INSTRUCTIONS TO FOLLOW:
Drop every picture and give the entries back exactly.
┌──
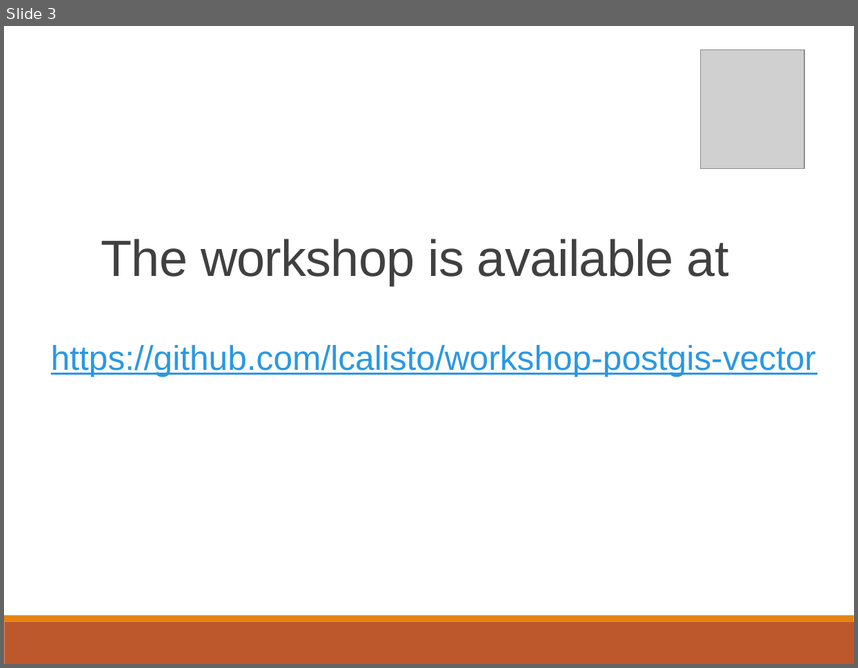
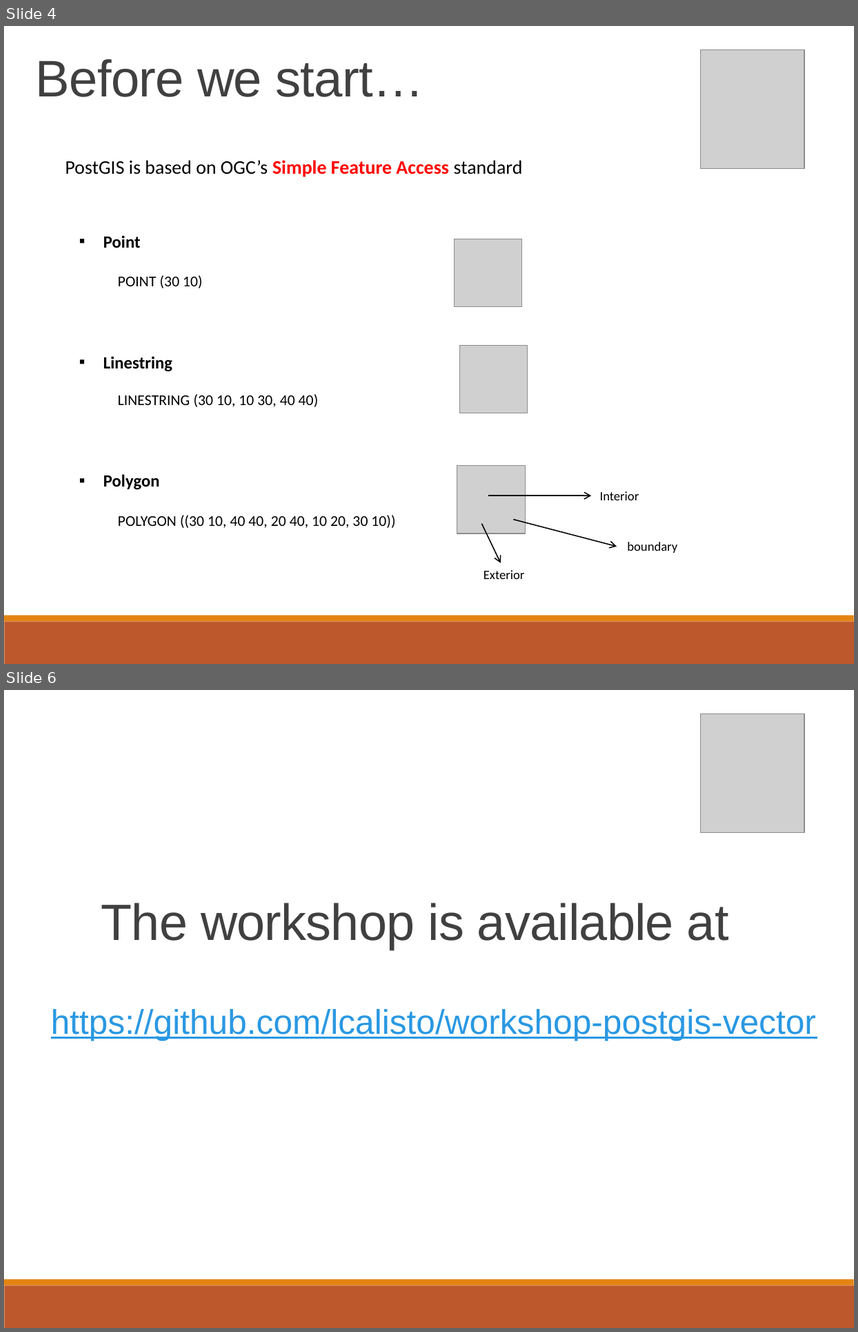
Before and after one commit to lcalisto/workshop-postgis-vector, a slide deck: presentation.pptx. Shown one above the other, each under a label of ours: slide 3 before the commit, slides 4 and 6 after it; the slides between them are not shown. The pictures are 858x668 and 858x1332 pixels, drawn with LibreOffice and Linux fonts; fonts in the diff are those of the drawing; grey boxes stand for pictures. Boxes give left, top, right and bottom in pixels: in the first picture for what was removed or moved away, otherwise in the second. Text is boxed around its words. In the diff, an @@ line names an element or a change of style, - is before the commit and + after.

```diff
--- a/presentation.pptx
+++ b/presentation.pptx
@@ slide 4 added at [4, 26, 854, 664], background #FFFFFF; not listed: 2 template elements that a slide beside it also shows @@
@@ text added at [36, 59, 424, 97], 48 pt, text #404040 @@
+Before we start…
@@ picture added at [702, 50, 806, 169] @@
@@ text added at [65, 160, 523, 177], 18 pt, text #000000 @@
+PostGIS is based on OGC’s Simple Feature Access standard
@@ text added at [103, 235, 395, 528], 14 pt, text #000000 @@
+▪ Point
+POINT (30 10)
+▪ Linestring
+LINESTRING (30 10, 10 30, 40 40)
+▪ Polygon
+POLYGON ((30 10, 40 40, 20 40, 10 20, 30 10))
@@ picture added at [455, 239, 522, 307] @@
@@ picture added at [460, 345, 528, 412] @@
@@ picture added at [457, 466, 526, 534] @@
@@ arrow added from (488, 496) to (592, 496), #000000 1 pt @@
@@ text added at [600, 491, 639, 500], 12 pt, text #000000 @@
+Interior
@@ arrow added from (514, 519) to (617, 546), #000000 1 pt @@
@@ arrow added from (482, 523) to (501, 563), #000000 1 pt @@
@@ text added at [627, 541, 677, 552], 12 pt, text #000000 @@
+boundary
@@ text added at [484, 570, 524, 579], 12 pt, text #000000 @@
+Exterior
@@ what was slide 3 is now slide 6 @@
```
Also in this commit, not shown: 1 slide changed, 2 other slides added.
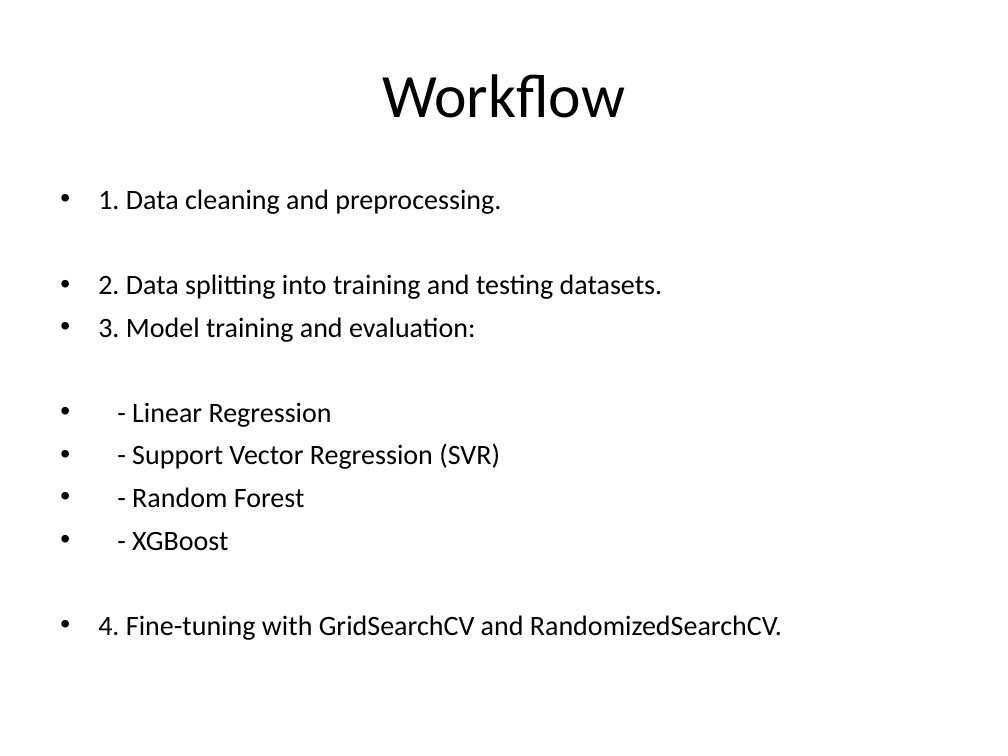
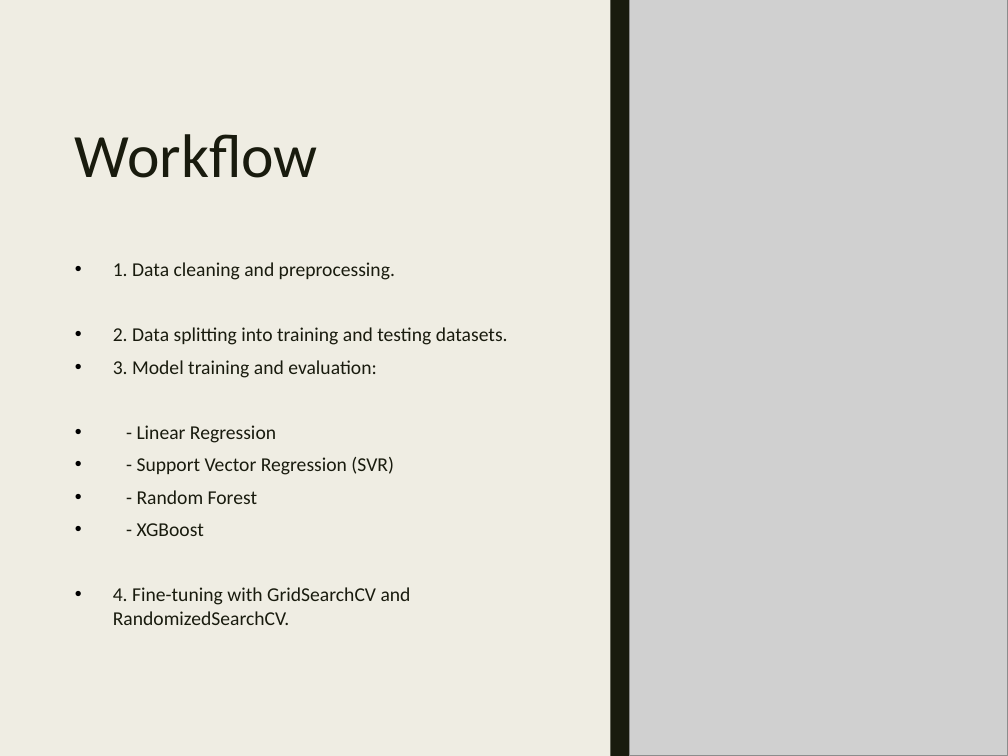
Before and after one commit to ClaensData95/LHL-Midterm-Project, a slide deck: slide 3 of Data-Science-Mdterm-Project.pptx (slide 4 before the commit). Drawn at 1008x756 pixels with LibreOffice and Linux fonts; fonts in the diff are those of the drawing; grey boxes stand for pictures. Boxes give left, top, right and bottom in pixels: in the first picture for what was removed or moved away, otherwise in the second. Text is boxed around its words. In the diff, an @@ line names an element or a change of style, - is before the commit and + after.

```diff
--- a/Data-Science-Mdterm-Project.pptx
+++ b/Data-Science-Mdterm-Project.pptx
@@ background #FFFFFF to #EFEDE3 @@
@@ rectangle added at (0,0,1008,756), fill #EFEDE3 @@
@@ rectangle added at (39,0,58,756), fill #191B0E @@
@@ rectangle added at (611,0,630,756), fill #191B0E @@
@@ picture added at (629,0,1008,756) @@
@@ title "Workflow": place and size @@
-title "Workflow" at (382,74,625,118)
+title "Workflow" at (75,134,318,178)
@@ title "Workflow" at (75,134,318,178): text colour #000000 to #191B0E; alignment centre to left; line spacing 1 to 0.89 @@
@@ text "1. Data cleaning and preprocessing.": place and size @@
-text "1. Data cleaning and preprocessing." at (98,189,782,640)
+text "1. Data cleaning and preprocessing." at (113,262,508,625)
@@ text "1. Data cleaning and preprocessing." at (113,262,508,625): size 20 to 14 pt, text colour #000000 to #191B0E; line spacing 1 to 0.94; more space between paragraphs @@
```
Also in this commit, not shown: 8 other slides changed, 1 slide removed.
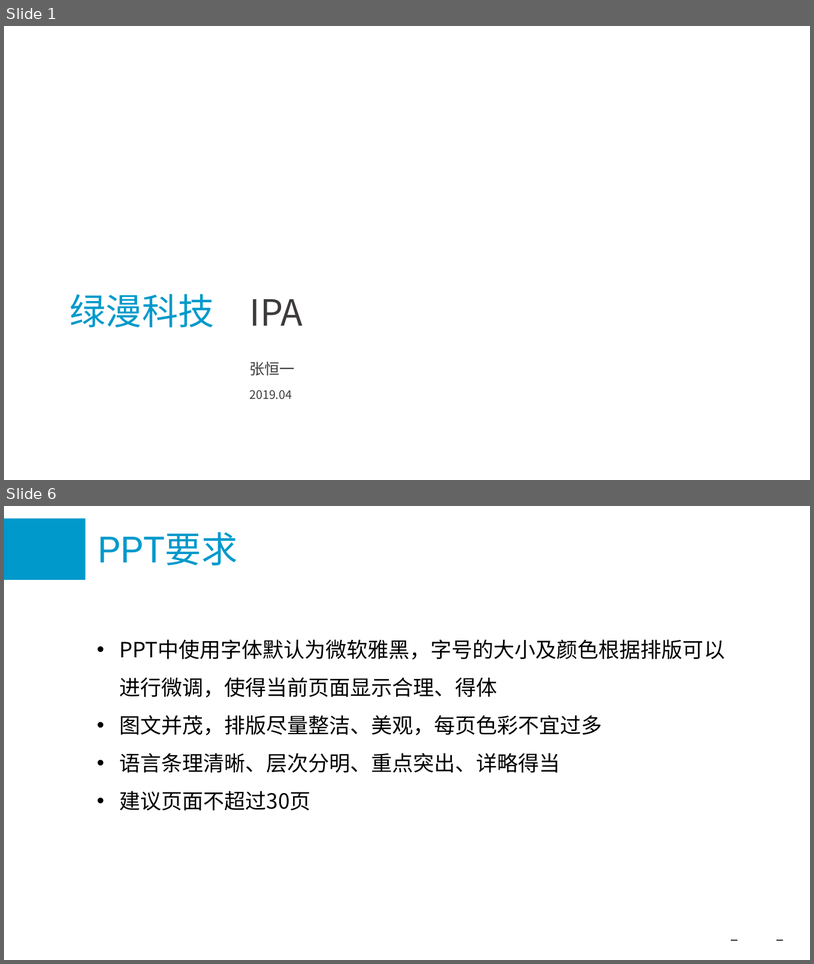
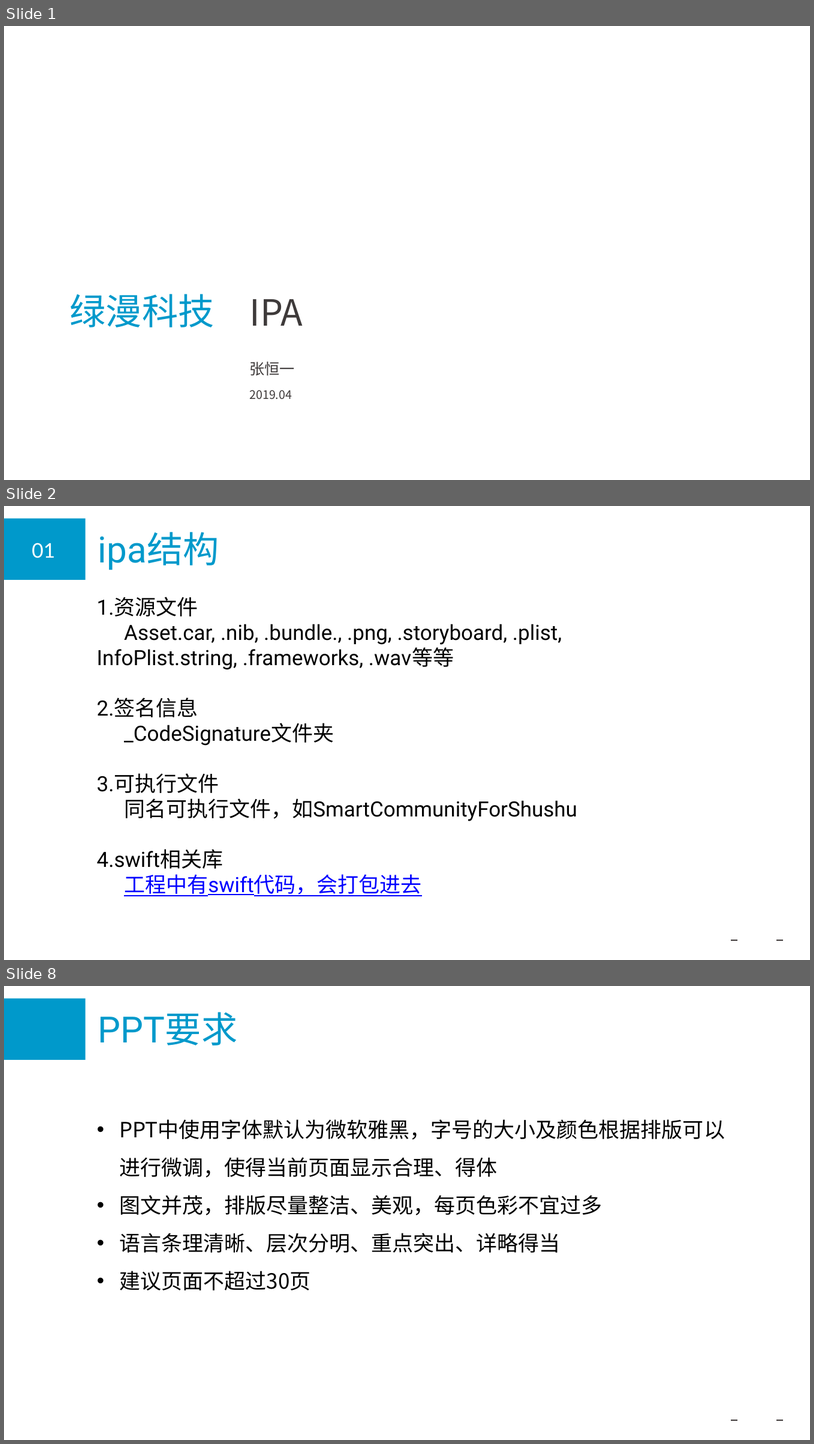
Before and after one commit to hengyizhangcn/filesBackup, a slide deck: IPA.pptx. Shown one above the other, each under a label of ours: slides 1 and 6 before the commit, slides 1, 2 and 8 after it; the slides between them are not shown. The pictures are 814x964 and 814x1444 pixels, drawn with LibreOffice and Linux fonts; fonts in the diff are those of the drawing; background and template pictures are left out. Boxes give left, top, right and bottom in pixels: in the first picture for what was removed or moved away, otherwise in the second. Text is boxed around its words. In the diff, an @@ line names an element or a change of style, - is before the commit and + after.

```diff
--- a/IPA.pptx
+++ b/IPA.pptx
@@ slide 2 added at (4, 506, 810, 960), background #FFFFFF; not listed: 3 template elements that a slide beside it also shows @@
@@ title added at (98, 532, 219, 570), 86 pt, text #0099CB @@
+ipa结构
@@ text added at (32, 543, 55, 558), 48 pt, text #FFFFFF @@
+01
@@ text added at (97, 597, 578, 896), 50 pt, text #000000 @@
+1.资源文件
+Asset.car, .nib, .bundle., .png, .storyboard, .plist, InfoPlist.string, .frameworks, .wav等等
+2.签名信息
+_CodeSignature文件夹
+3.可执行文件
+同名可执行文件，如SmartCommunityForShushu
+4.swift相关库
+工程中有swift代码，会打包进去
@@ what was slide 6 is now slide 8 @@
```
Also in this commit, not shown: 1 slide changed, 4 other slides added, 3 slides removed.
└──
WRITTEN REPLY:
Before and after one commit to lcalisto/workshop-postgis-vector, a slide deck: presentation.pptx. Shown one above the other, each under a label of ours: slide 3 before the commit, slides 4 and 6 after it; the slides between them are not shown. The pictures are 858x668 and 858x1332 pixels, drawn with LibreOffice and Linux fonts; fonts in the diff are those of the drawing; grey boxes stand for pictures. Boxes give left, top, right and bottom in pixels: in the first picture for what was removed or moved away, otherwise in the second. Text is boxed around its words. In the diff, an @@ line names an element or a change of style, - is before the commit and + after.

```diff
--- a/presentation.pptx
+++ b/presentation.pptx
@@ slide 4 added at [4, 26, 854, 664], background #FFFFFF; not listed: 2 template elements that a slide beside it also shows @@
@@ text added at [36, 59, 424, 97], 48 pt, text #404040 @@
+Before we start…
@@ picture added at [702, 50, 806, 169] @@
@@ text added at [65, 160, 523, 177], 18 pt, text #000000 @@
+PostGIS is based on OGC’s Simple Feature Access standard
@@ text added at [103, 235, 395, 528], 14 pt, text #000000 @@
+▪ Point
+POINT (30 10)
+▪ Linestring
+LINESTRING (30 10, 10 30, 40 40)
+▪ Polygon
+POLYGON ((30 10, 40 40, 20 40, 10 20, 30 10))
@@ picture added at [455, 239, 522, 307] @@
@@ picture added at [460, 345, 528, 412] @@
@@ picture added at [457, 466, 526, 534] @@
@@ arrow added from (488, 496) to (592, 496), #000000 1 pt @@
@@ text added at [600, 491, 639, 500], 12 pt, text #000000 @@
+Interior
@@ arrow added from (514, 519) to (617, 546), #000000 1 pt @@
@@ arrow added from (482, 523) to (501, 563), #000000 1 pt @@
@@ text added at [627, 541, 677, 552], 12 pt, text #000000 @@
+boundary
@@ text added at [484, 570, 524, 579], 12 pt, text #000000 @@
+Exterior
@@ what was slide 3 is now slide 6 @@
```
Also in this commit, not shown: 1 slide changed, 2 other slides added.
Before and after one commit to ClaensData95/LHL-Midterm-Project, a slide deck: slide 3 of Data-Science-Mdterm-Project.pptx (slide 4 before the commit). Drawn at 1008x756 pixels with LibreOffice and Linux fonts; fonts in the diff are those of the drawing; grey boxes stand for pictures. Boxes give left, top, right and bottom in pixels: in the first picture for what was removed or moved away, otherwise in the second. Text is boxed around its words. In the diff, an @@ line names an element or a change of style, - is before the commit and + after.

```diff
--- a/Data-Science-Mdterm-Project.pptx
+++ b/Data-Science-Mdterm-Project.pptx
@@ background #FFFFFF to #EFEDE3 @@
@@ rectangle added at (0,0,1008,756), fill #EFEDE3 @@
@@ rectangle added at (39,0,58,756), fill #191B0E @@
@@ rectangle added at (611,0,630,756), fill #191B0E @@
@@ picture added at (629,0,1008,756) @@
@@ title "Workflow": place and size @@
-title "Workflow" at (382,74,625,118)
+title "Workflow" at (75,134,318,178)
@@ title "Workflow" at (75,134,318,178): text colour #000000 to #191B0E; alignment centre to left; line spacing 1 to 0.89 @@
@@ text "1. Data cleaning and preprocessing.": place and size @@
-text "1. Data cleaning and preprocessing." at (98,189,782,640)
+text "1. Data cleaning and preprocessing." at (113,262,508,625)
@@ text "1. Data cleaning and preprocessing." at (113,262,508,625): size 20 to 14 pt, text colour #000000 to #191B0E; line spacing 1 to 0.94; more space between paragraphs @@
```
Also in this commit, not shown: 8 other slides changed, 1 slide removed.
Before and after one commit to hengyizhangcn/filesBackup, a slide deck: IPA.pptx. Shown one above the other, each under a label of ours: slides 1 and 6 before the commit, slides 1, 2 and 8 after it; the slides between them are not shown. The pictures are 814x964 and 814x1444 pixels, drawn with LibreOffice and Linux fonts; fonts in the diff are those of the drawing; background and template pictures are left out. Boxes give left, top, right and bottom in pixels: in the first picture for what was removed or moved away, otherwise in the second. Text is boxed around its words. In the diff, an @@ line names an element or a change of style, - is before the commit and + after.

```diff
--- a/IPA.pptx
+++ b/IPA.pptx
@@ slide 2 added at (4, 506, 810, 960), background #FFFFFF; not listed: 3 template elements that a slide beside it also shows @@
@@ title added at (98, 532, 219, 570), 86 pt, text #0099CB @@
+ipa结构
@@ text added at (32, 543, 55, 558), 48 pt, text #FFFFFF @@
+01
@@ text added at (97, 597, 578, 896), 50 pt, text #000000 @@
+1.资源文件
+Asset.car, .nib, .bundle., .png, .storyboard, .plist, InfoPlist.string, .frameworks, .wav等等
+2.签名信息
+_CodeSignature文件夹
+3.可执行文件
+同名可执行文件，如SmartCommunityForShushu
+4.swift相关库
+工程中有swift代码，会打包进去
@@ what was slide 6 is now slide 8 @@
```
Also in this commit, not shown: 1 slide changed, 4 other slides added, 3 slides removed.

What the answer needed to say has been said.